▶ **What to work on**:
For each line in the data that includes "NOVA", make a copy.

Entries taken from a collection
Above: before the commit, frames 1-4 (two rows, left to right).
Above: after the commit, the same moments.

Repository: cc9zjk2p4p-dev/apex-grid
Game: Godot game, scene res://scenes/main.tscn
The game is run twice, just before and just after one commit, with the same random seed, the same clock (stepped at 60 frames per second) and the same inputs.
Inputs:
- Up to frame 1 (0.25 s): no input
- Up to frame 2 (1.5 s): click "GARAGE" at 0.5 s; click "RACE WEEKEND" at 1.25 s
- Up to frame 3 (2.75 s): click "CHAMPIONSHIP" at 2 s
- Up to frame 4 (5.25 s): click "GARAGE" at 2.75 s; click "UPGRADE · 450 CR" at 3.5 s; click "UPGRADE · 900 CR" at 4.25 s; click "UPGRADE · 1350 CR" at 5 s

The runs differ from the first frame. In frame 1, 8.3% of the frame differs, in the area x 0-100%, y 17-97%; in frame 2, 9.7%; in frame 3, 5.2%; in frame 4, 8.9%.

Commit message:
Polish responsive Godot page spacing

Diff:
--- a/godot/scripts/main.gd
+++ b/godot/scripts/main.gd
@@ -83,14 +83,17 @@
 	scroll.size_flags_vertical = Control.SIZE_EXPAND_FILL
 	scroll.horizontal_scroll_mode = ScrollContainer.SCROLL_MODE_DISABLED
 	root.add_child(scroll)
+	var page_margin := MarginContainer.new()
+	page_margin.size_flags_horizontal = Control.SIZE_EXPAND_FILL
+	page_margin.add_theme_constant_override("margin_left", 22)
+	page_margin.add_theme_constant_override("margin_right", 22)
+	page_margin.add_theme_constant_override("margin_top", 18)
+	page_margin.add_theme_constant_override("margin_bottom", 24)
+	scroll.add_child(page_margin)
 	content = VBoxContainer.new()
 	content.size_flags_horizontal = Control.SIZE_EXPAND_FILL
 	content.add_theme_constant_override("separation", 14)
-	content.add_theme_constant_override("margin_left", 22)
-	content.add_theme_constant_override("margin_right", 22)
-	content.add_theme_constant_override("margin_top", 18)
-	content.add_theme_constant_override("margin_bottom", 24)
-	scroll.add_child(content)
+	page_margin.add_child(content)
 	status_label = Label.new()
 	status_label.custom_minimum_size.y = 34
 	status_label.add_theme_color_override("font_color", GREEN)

...

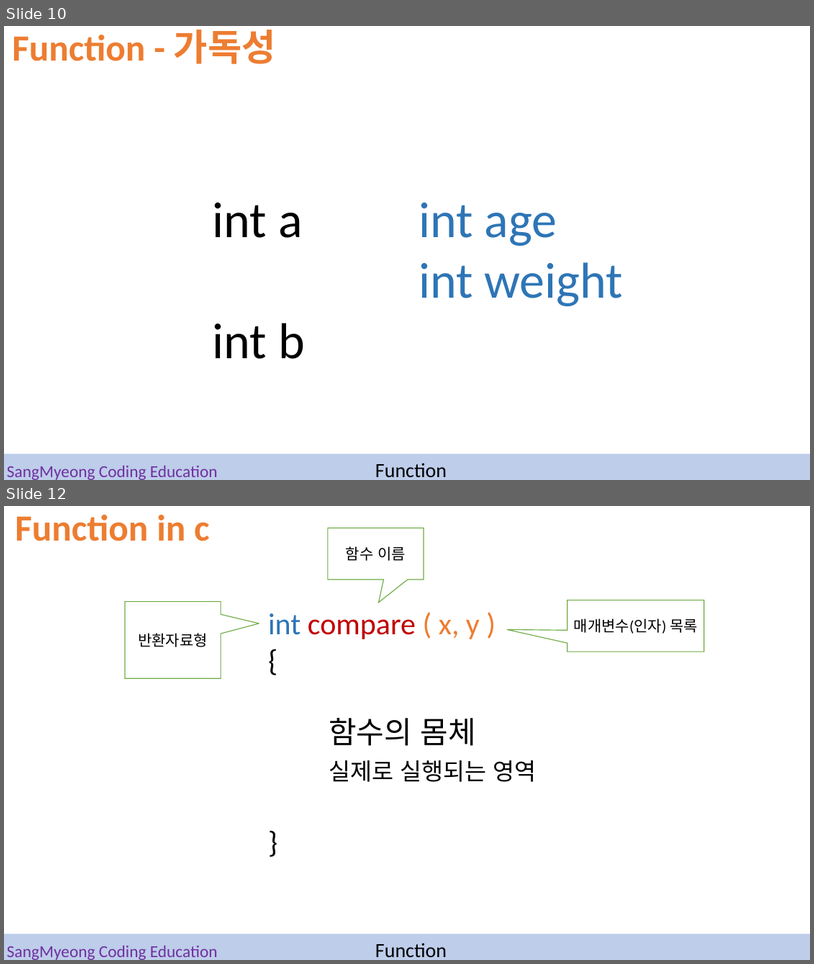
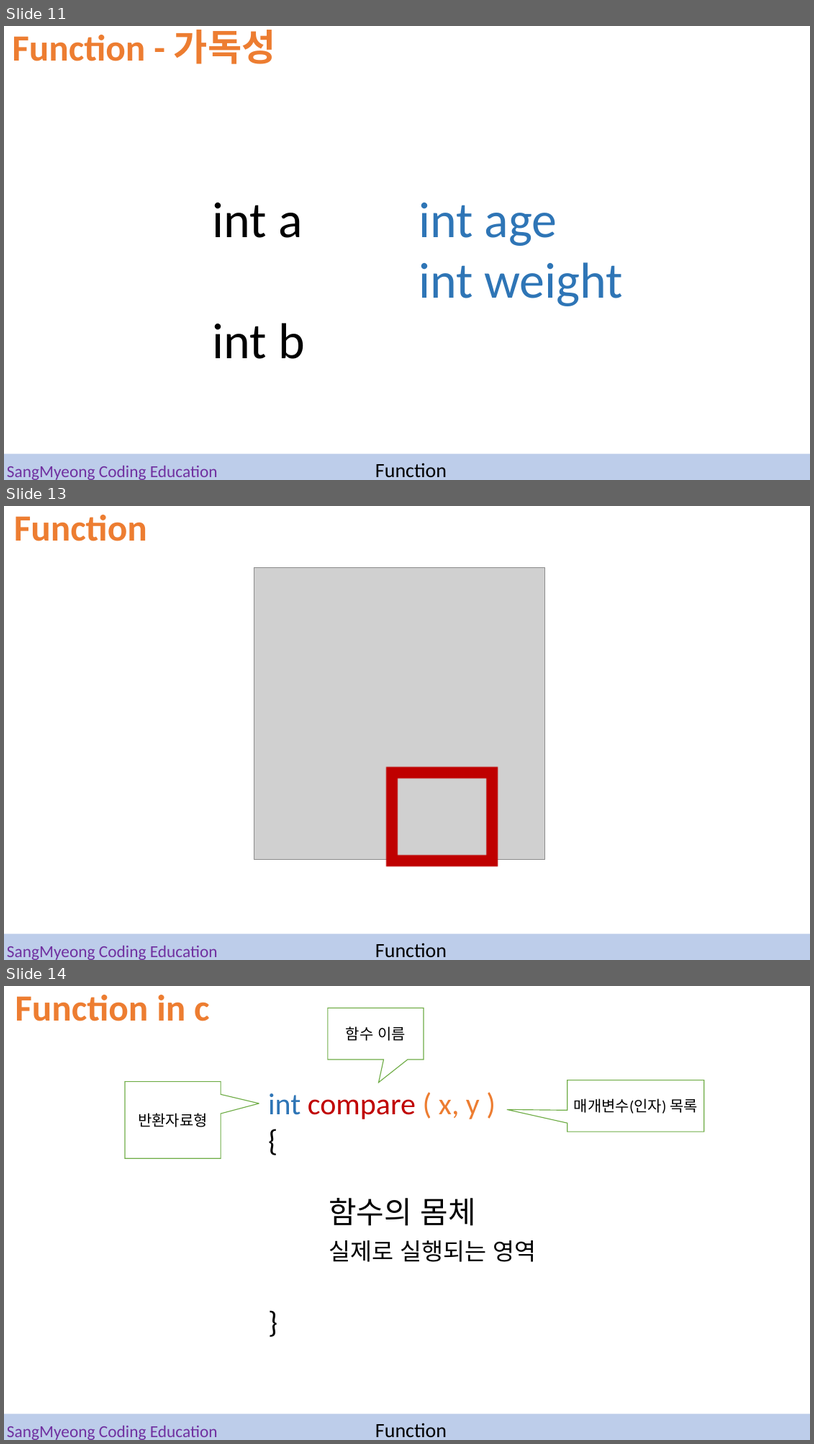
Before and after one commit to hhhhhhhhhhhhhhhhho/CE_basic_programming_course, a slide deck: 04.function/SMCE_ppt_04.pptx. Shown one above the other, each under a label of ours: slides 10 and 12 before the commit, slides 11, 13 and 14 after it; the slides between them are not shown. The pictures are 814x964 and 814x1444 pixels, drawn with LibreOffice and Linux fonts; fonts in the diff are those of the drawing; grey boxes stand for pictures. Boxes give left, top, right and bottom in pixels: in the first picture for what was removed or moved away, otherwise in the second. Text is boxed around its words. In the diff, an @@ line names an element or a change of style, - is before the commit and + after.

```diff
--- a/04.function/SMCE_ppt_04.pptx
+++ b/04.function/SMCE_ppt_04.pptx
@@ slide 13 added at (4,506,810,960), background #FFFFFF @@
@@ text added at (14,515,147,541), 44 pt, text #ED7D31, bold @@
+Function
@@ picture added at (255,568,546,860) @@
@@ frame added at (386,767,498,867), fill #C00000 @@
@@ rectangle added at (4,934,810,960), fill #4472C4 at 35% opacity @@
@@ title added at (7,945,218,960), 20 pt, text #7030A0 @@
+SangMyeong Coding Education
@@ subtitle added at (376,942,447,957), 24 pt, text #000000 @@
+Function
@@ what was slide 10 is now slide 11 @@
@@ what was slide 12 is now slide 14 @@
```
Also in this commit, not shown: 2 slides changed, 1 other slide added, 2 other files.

---

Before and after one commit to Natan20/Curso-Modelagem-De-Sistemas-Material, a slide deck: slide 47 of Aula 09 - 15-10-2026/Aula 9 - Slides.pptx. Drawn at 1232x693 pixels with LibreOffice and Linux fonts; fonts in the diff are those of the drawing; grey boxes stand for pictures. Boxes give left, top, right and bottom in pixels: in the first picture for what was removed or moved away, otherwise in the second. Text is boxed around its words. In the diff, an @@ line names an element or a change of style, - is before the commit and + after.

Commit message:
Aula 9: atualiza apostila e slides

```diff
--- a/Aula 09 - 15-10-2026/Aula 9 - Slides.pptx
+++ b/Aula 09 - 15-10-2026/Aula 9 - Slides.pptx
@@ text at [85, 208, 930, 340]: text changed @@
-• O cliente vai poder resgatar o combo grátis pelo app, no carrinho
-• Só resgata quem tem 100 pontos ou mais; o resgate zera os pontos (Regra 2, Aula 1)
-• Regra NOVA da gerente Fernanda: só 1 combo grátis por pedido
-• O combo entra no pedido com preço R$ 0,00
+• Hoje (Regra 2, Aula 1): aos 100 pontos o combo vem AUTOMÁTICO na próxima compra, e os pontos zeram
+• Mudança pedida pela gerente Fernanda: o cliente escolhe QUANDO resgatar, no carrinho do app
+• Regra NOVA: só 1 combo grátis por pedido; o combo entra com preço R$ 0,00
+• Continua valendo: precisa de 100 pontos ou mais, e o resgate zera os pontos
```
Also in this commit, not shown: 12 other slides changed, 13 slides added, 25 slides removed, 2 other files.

▶ **Your solution**:
-• Regra NOVA da gerente Fernanda: só 1 combo grátis por pedido
+• Regra NOVA: só 1 combo grátis por pedido; o combo entra com preço R$ 0,00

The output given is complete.